Setting up a project like ‘Africa Interactive’ could constitute a first step towards the establishment of a larger Pan African entity concerned with matters relating to the continent's cultural heritage - an effort to deal in a concerted way with the preservation and propagation of the rich African Cultural Heritage. Such an effort could be kick-started by, an ALL AFRICAN CULTURAL PARLIAMENT (AACP), conceived on the model of the ECP, the European Cultural Parliament, and constitute a politically independent framework in charge of helping to steer matters of cultural relevance. Led primarily by African specialists in fields as varied as art, science and anthropology, one would imagine the dissemination in a non-exploitive manner of its rich cultural heritage and without foreign interference.

Venu Dhupa

Venu Dhupa has just completed nearly three years work with Creative Scotland as Director of Creative Development as part of the senior start-up team. Her responsibilities included the Arts, a number of Investment Programmes and International Strategy and Engagement.
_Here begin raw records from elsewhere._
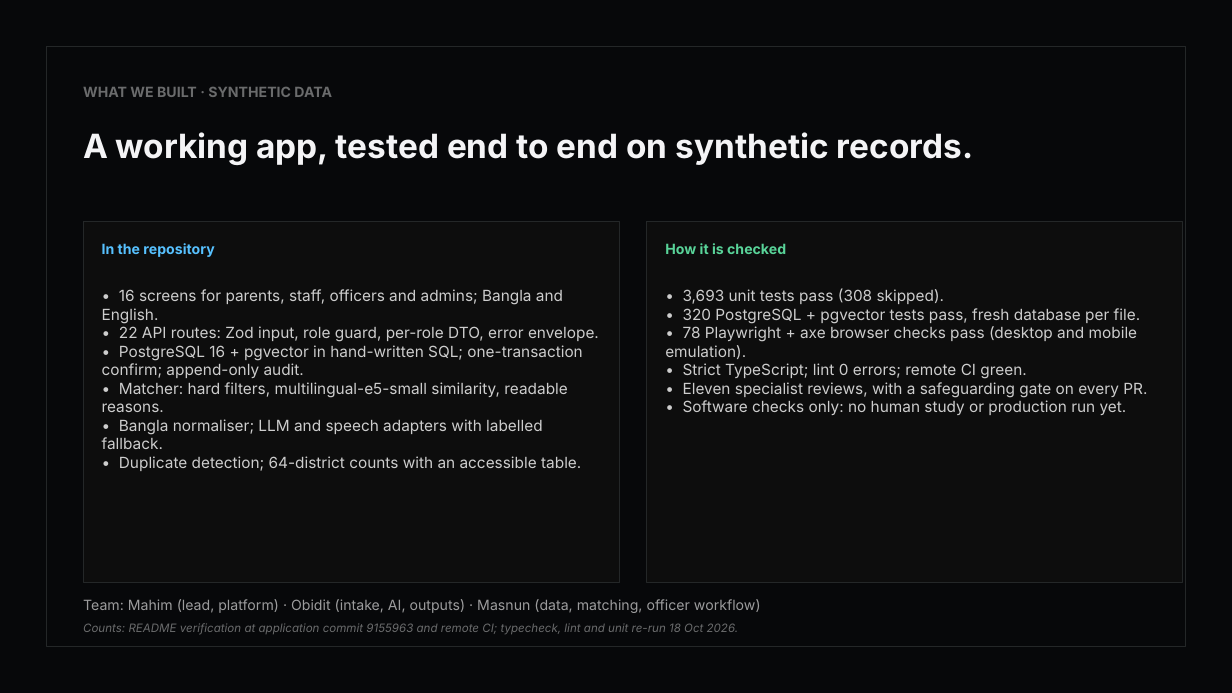
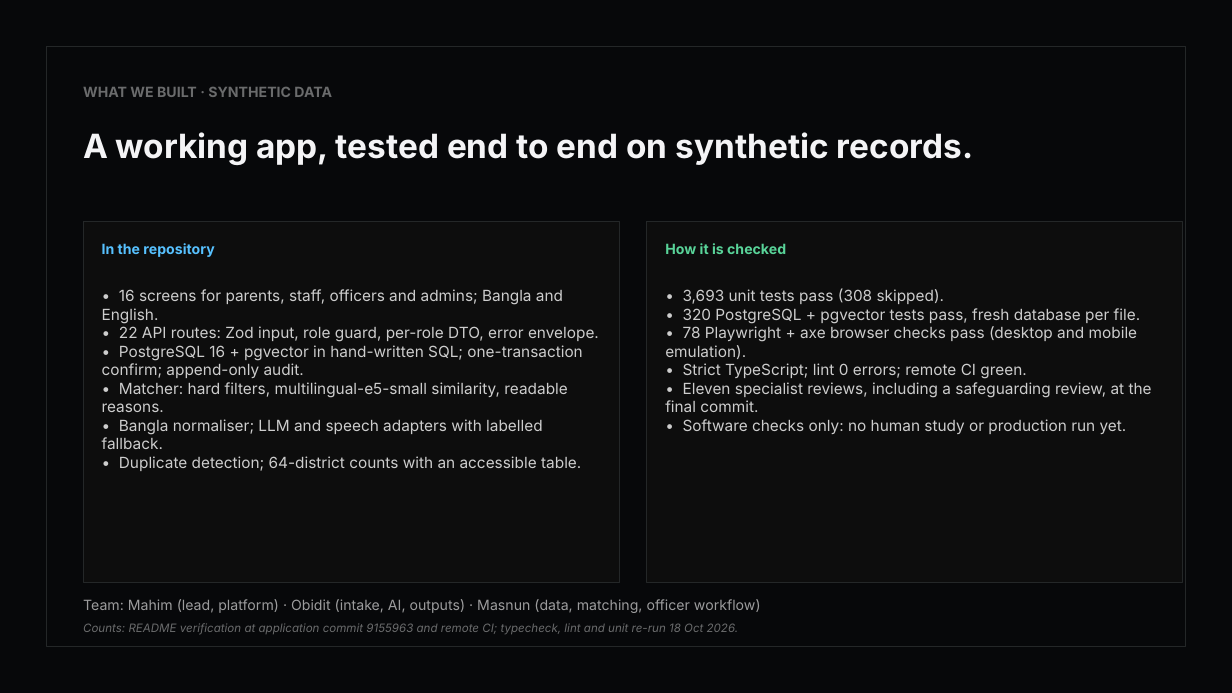
Before and after one commit to tashobi02/Fera-AI, a slide deck: slide 7 of submission/round2/fera-round2-deck.pptx. Drawn at 1232x693 pixels with LibreOffice and Linux fonts; fonts in the diff are those of the drawing. Boxes give left, top, right and bottom in pixels: in the first picture for what was removed or moved away, otherwise in the second. Text is boxed around its words. In the diff, an @@ line names an element or a change of style, - is before the commit and + after.

```diff
--- a/submission/round2/fera-round2-deck.pptx
+++ b/submission/round2/fera-round2-deck.pptx
@@ text at (x1=665, y1=382, x2=1152, y2=412): text changed @@
-• Eleven specialist reviews, with a safeguarding gate on every PR.
+• Eleven specialist reviews, including a safeguarding review, at the final commit.
```
Also in this commit, not shown: 3 other files.

Prior to working at Creative Scotland she was working as a consultant and had her own publishing company.

Former employment has been: World-wide Director of Arts for the British Council where she led and completed the first international consultation/review in 25 years on the Council's global arts strategy; Director of Creative Innovation at the Southbank Centre, London (Europe's largest cultural centre). The Creative Innovation unit was imagined as a tool for introducing new partners to the organisation as well as an organisational development tool; Fellowship Director at The UK's National Endowment for Science, Technology and the Arts (NESTA) where she managed a portfolio valued at £13million; Chief Executive at the Nottingham Playhouse; and Producer (Mobile Touring) at the Royal National Theatre.
She was the inaugural Chair of the East Midlands Cultural Consortium appointed by the Secretary of State at the Department of Culture Media and Sport. Her career history has always balanced creative exploration and strategy with implementation and delivery. This has been an important balance in developing a judgement for accountability with risk. Her motivation remains good customer service, good value and positive social change and these continue to drive her as an activist.

She is or has been a Trustee of the Theatres Trust, a Member of University College London's Heritage Committee, the external examiner for UEA MA in Creative Entrepreneurship; a Governor of Guildford Conservatoire, a Council Member of Loughborough University, a Member of the Institute of Ideas and a Member of the European Cultural Parliament. She is a patron of the Asha Foundation. She has been awarded the prestigious National Asian Woman of Achievement Award for her contribution to the Arts and Culture.